One example of this is the medication plan. Conceived initially on paper, in the second step it is to be introduced in electronic form and stored on the patient card. ‘However, the patient will have to carry it around as a paper version because they will not be able to access their own data stored on the card beyond the surgery, i.e. without a health professional card (HPC), due to the legally prescribed two-key principle. In my view, this is completely the wrong approach and will reduce public acceptance of this card even further,’ Böckmann states. ‘An increasing number of health insurers now offer their patients apps. There are also numerous telemedicine projects, and the technology is developing at a rapid pace, but the way things are now this could lead to a two-class society. Whether a diabetic patient will have an app financed will depend on their insurer. Whether or not heart failure is treated telemedically, of whether a patient is even told about this option, depends on whether the combination of the doctor in charge of treatment, the location of the patient and who they are insured with, happens to be covered by one of the pilot projects. But surely it shouldn’t be like that,’ she says, displaying anger.

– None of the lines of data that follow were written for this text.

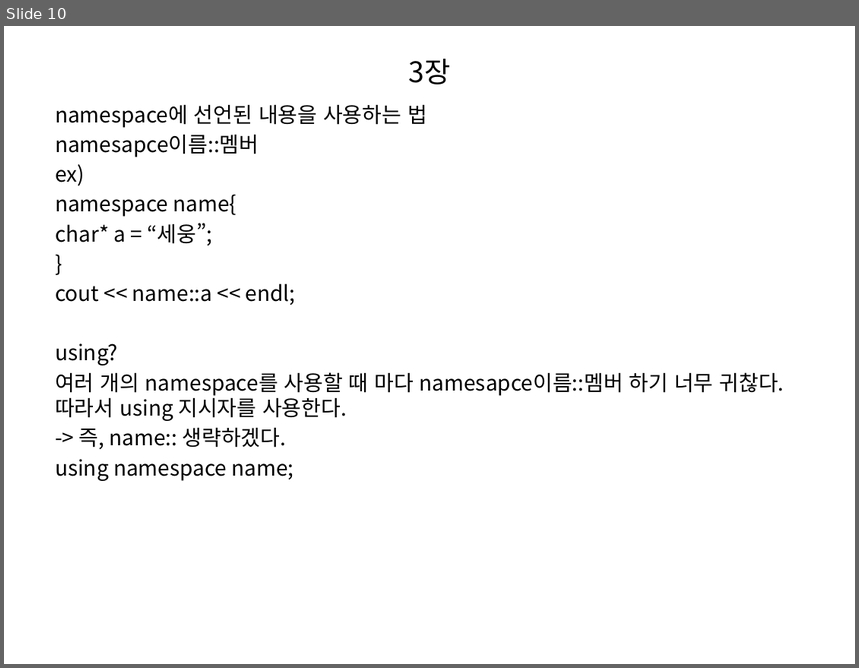
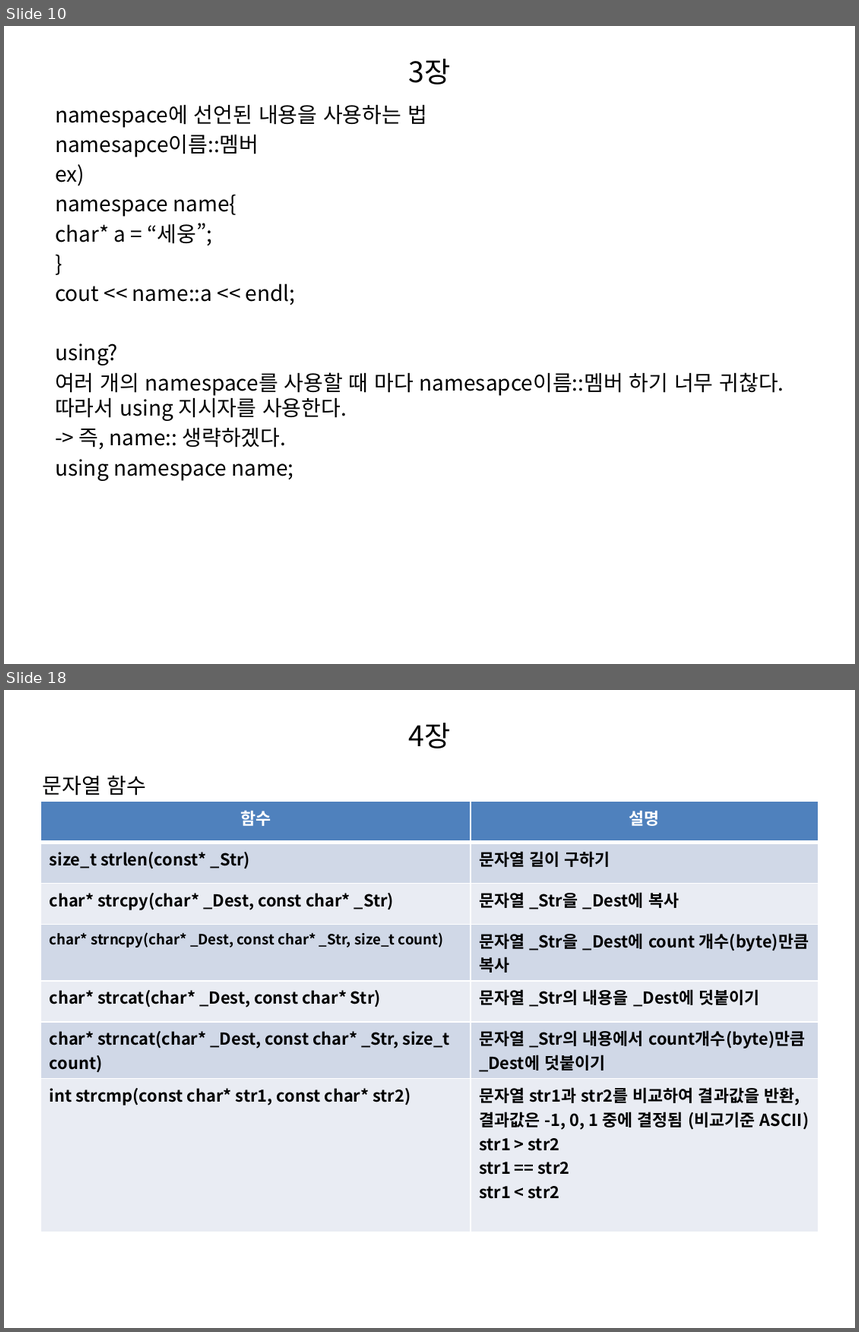
Before and after one commit to ssosee/C-study, a slide deck: C++ STUDY.pptx. Shown one above the other, each under a label of ours: slide 10 before the commit, slides 10 and 18 after it; the slides between them are not shown. The pictures are 859x668 and 859x1332 pixels, drawn with LibreOffice and Linux fonts; fonts in the diff are those of the drawing. Boxes give left, top, right and bottom in pixels: in the first picture for what was removed or moved away, otherwise in the second. Text is boxed around its words. In the diff, an @@ line names an element or a change of style, - is before the commit and + after.

```diff
--- a/C++ STUDY.pptx
+++ b/C++ STUDY.pptx
@@ slide 18 added at (x1=4, y1=690, x2=855, y2=1328), background #FFFFFF @@
@@ title added at (x1=408, y1=723, x2=450, y2=749), 24 pt, text #000000 @@
+4장
@@ text added at (x1=43, y1=775, x2=147, y2=796), 18 pt, text #000000 @@
+문자열 함수
@@ table added at (x1=40, y1=802, x2=819, y2=1202), 7 rows, 2 columns @@
+함수 | 설명
+size_t strlen(const* _Str) | 문자열 길이 구하기
+char* strcpy(char* _Dest, const char* _Str) | 문자열 _Str을 _Dest에 복사
+char* strncpy(char* _Dest, const char* _Str, size_t count) | 문자열 _Str을 _Dest에 count 개수(byte)만큼 복사
+char* strcat(char* _Dest, const char* Str) | 문자열 _Str의 내용을 _Dest에 덧붙이기
+char* strncat(char* _Dest, const char* _Str, size_t count) | 문자열 _Str의 내용에서 count개수(byte)만큼 _Dest에 덧붙이기
+int strcmp(const char* str1, const char* str2) | 문자열 str1과 str2를 비교하여 결과값을 반환, 결과값은 -1, 0, 1 중에 결정됨 (비교기준 ASCII) / str1 > str2 / str1 == str2 / str1 < str2
```
Also in this commit, not shown: 3 slides changed, 88 other slides added, 1 slide removed.

A clear mandate for the future

There was a clear call for a consistent eHealth strategy for Germany that was also discussed during the workshop: ‘The law on eHealth only covers certain aspects and mainly introduces the infrastructure. It consists of a collection of regulations which, although meaningful in parts, does not follow any overall strategy,’ Böckmann complains. ‘The interoperability register is only a collection and evaluation of existing projects which utilise certain standards instead of clear rules as to which standard is to be used in which cases and settings, which would be the only way for manufacturers and users to adhere to them. Diversity is the enemy of interoperability here.’

There is also the financing issue. Böckmann: ‘xHealth services, being inter-sectoral building blocks, often fall into the gap between out- and in-patient treatment, as telemedical care concepts often have in-patient as well as out-patient aspects. We’ve been practising telemedicine for 20 years, but there are only two reimbursable items in the billing catalogue. On the other hand, the postage for a doctor’s letter is very easy to reimburse.’

However, Böckmann does point to evidence of progress in the medical fraternity. ‘The State Medical Association in Baden-Wurttemberg is now accepting applications for, and evaluations of, telemedical projects involving remote treatment. This means that the ban on remote treatment is finally put under scrutiny, and it is the first time that things are moving on the part of the medical associations, with other federal German states watching this development with a lot of curiosity.’


Profile:
Britta Böckmann has been Professor for Health Informatics at the Technical University of Dortmund since 2006. Her focus is on telemedicine and telematics, digital care management for integrated care, trans-sectoral treatment and information systems in healthcare. Böckmann also heads the scientific advisory board at DGTelemed, the German Association for Medical Informatics, Biometry and Epidemiology (GMDS) telemedicine working group and the working group on health informatics at the Institute for Medical Informatics, Epidemiology and Biometrics at the University of Duisburg-Essen.